Kathy Gibson reports on the virtual Kaspersky Security Analyst Summit – As mobile devices become the most popular way for people to access the Internet, mobile advanced persistent threats (APTs), have the ability to affect thousands if not millions of smartphone users.
Alexey Firsh, security researcher at Kaspersky, offers details on the Android-based PhantomLance malware that is currently affecting some Google Play users.
Researchers first identified the malware in July 2019, and followed up with further investigation.
Once researchers started to search for samples, it found them in abundance around the world.
Lev Pikman, malware analyst at Kaspersky, points out there are several versions of PhantomLance, all of which user a new malicious technique to access user information – one which doesn’t require permissions on the device.
The malware steals sensitive data from the victim’s device, allowing them to execute additional payloads at will.
Samples are uploaded on several marketplace, with fake developer accounts used to create the apps.
Some of the infected apps are still present on several marketplaces and Google Play mirror sites, Pikman points out.
The PhantomLance actors take time and care to deliver their malware.
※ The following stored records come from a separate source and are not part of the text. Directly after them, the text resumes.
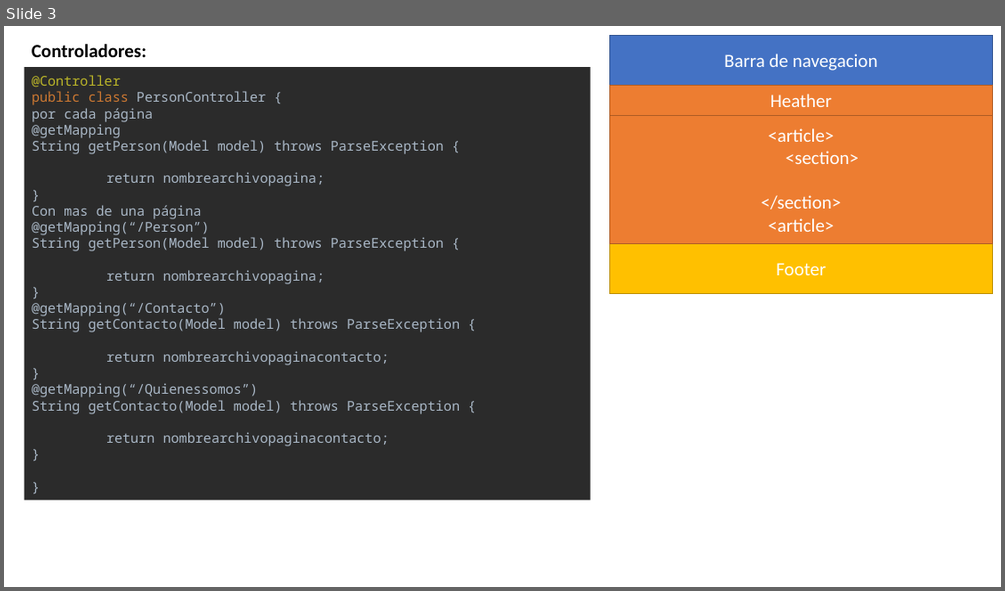
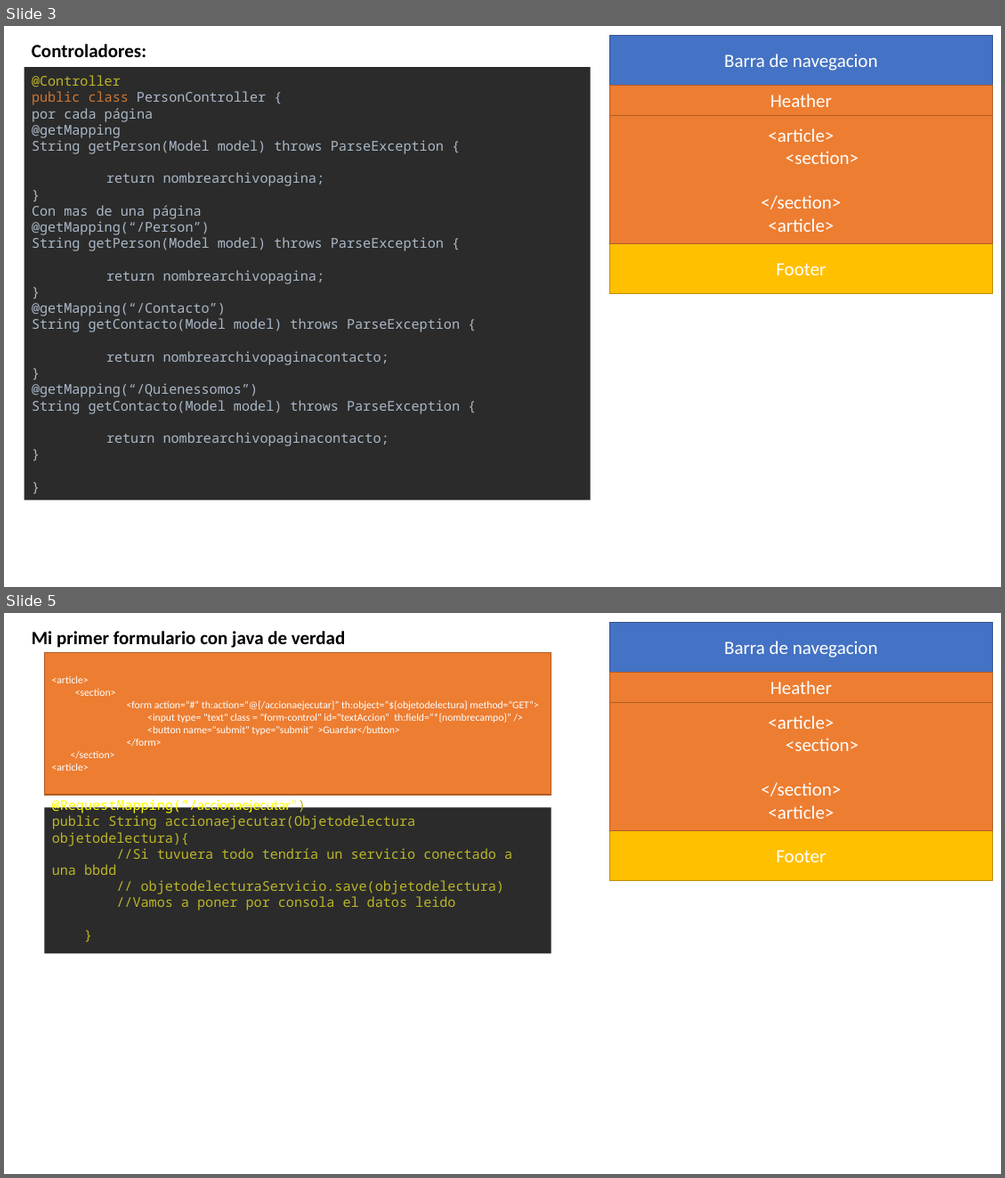
Before and after one commit to eneascarneiro/master_eoi, a slide deck: practica_html_spring_th.pptx. Shown one above the other, each under a label of ours: slide 3 before the commit, slides 3 and 5 after it; the slides between them are not shown. The pictures are 1005x591 and 1005x1178 pixels, drawn with LibreOffice and Linux fonts; fonts in the diff are those of the drawing. Boxes give left, top, right and bottom in pixels: in the first picture for what was removed or moved away, otherwise in the second. Text is boxed around its words. In the diff, an @@ line names an element or a change of style, - is before the commit and + after.

```diff
--- a/practica_html_spring_th.pptx
+++ b/practica_html_spring_th.pptx
@@ slide 5 added at bbox=[4, 613, 1001, 1174], background #FFFFFF @@
@@ text added at bbox=[32, 631, 345, 648], 18 pt, text #000000, bold @@
+Mi primer formulario con java de verdad
@@ rectangle added at bbox=[610, 622, 992, 672], fill #4472C4, outline #325491 1 pt, 18 pt, text #FFFFFF @@
+Barra de navegacion
@@ rectangle added at bbox=[44, 653, 551, 795], fill #ED7D31, outline #AF5C24 1 pt, 10 pt, text #FFFFFF @@
+<article>
+<section>
+<form action=“#“ th:action=“@{/accionaejecutar}” th:object=“${objetodelectura} method=“GET”>
+<input type= "text" class = "form-control" id="textAccion“ th:field=“*{nombrecampo}” />
+<button name="submit" type="submit" >Guardar</button>
+</form>
+</section>
+<article>
@@ rectangle added at bbox=[610, 672, 992, 702], fill #ED7D31, outline #AF5C24 1 pt, 18 pt, text #FFFFFF @@
+Heather
@@ rectangle added at bbox=[610, 702, 992, 830], fill #ED7D31, outline #AF5C24 1 pt, 18 pt, text #FFFFFF @@
+<article>
+<section>
+</section>
+<article>
@@ rectangle added at bbox=[44, 807, 551, 953], fill #2B2B2B, 13 pt, text #BBB529 @@
+@RequestMapping(“/accionaejecutar”)
+public String accionaejecutar(Objetodelectura objetodelectura){
+//Si tuvuera todo tendría un servicio conectado a una bbdd
+// objetodelecturaServicio.save(objetodelectura)
+//Vamos a poner por consola el datos leido
+}
@@ rectangle added at bbox=[610, 831, 992, 881], fill #FFC000, outline #BD8E00 1 pt, 18 pt, text #FFFFFF @@
+Footer
```
Also in this commit, not shown: 1 other slide added.

Tactics include making a simple, clean app; uploading it to marketplaces; getting approval; scoring a positive reputation as a developer; then updating the app with a dropper code and payload.
Investigations about who is behind this sophisticated campaign is still a mystery – even though the same infrastructure has been maintained for almost five years.
“This indicates a long-term actor,” Firsch says.
Comparing previous malware campaigns, the researchers are confident that an Asian operator, OceanLotus, is responsible for PhantomLance.
“This campaign is an outstanding example of how advanced threat actors are moving further into deeper waters and becoming harder to find. PhantomLance has been going on for over five years and the threat actors managed to bypass the app stores’ filters several times, using advanced techniques to achieve their goals,” Firsch says.
“We can also see that the use of mobile platforms as a primary infection point is becoming more popular, with more and more actors advancing in this area.
“These developments underline the importance of continuous improvement of threat intelligence and supporting services, which could help in tracking threat actors and finding overlaps between various campaigns.”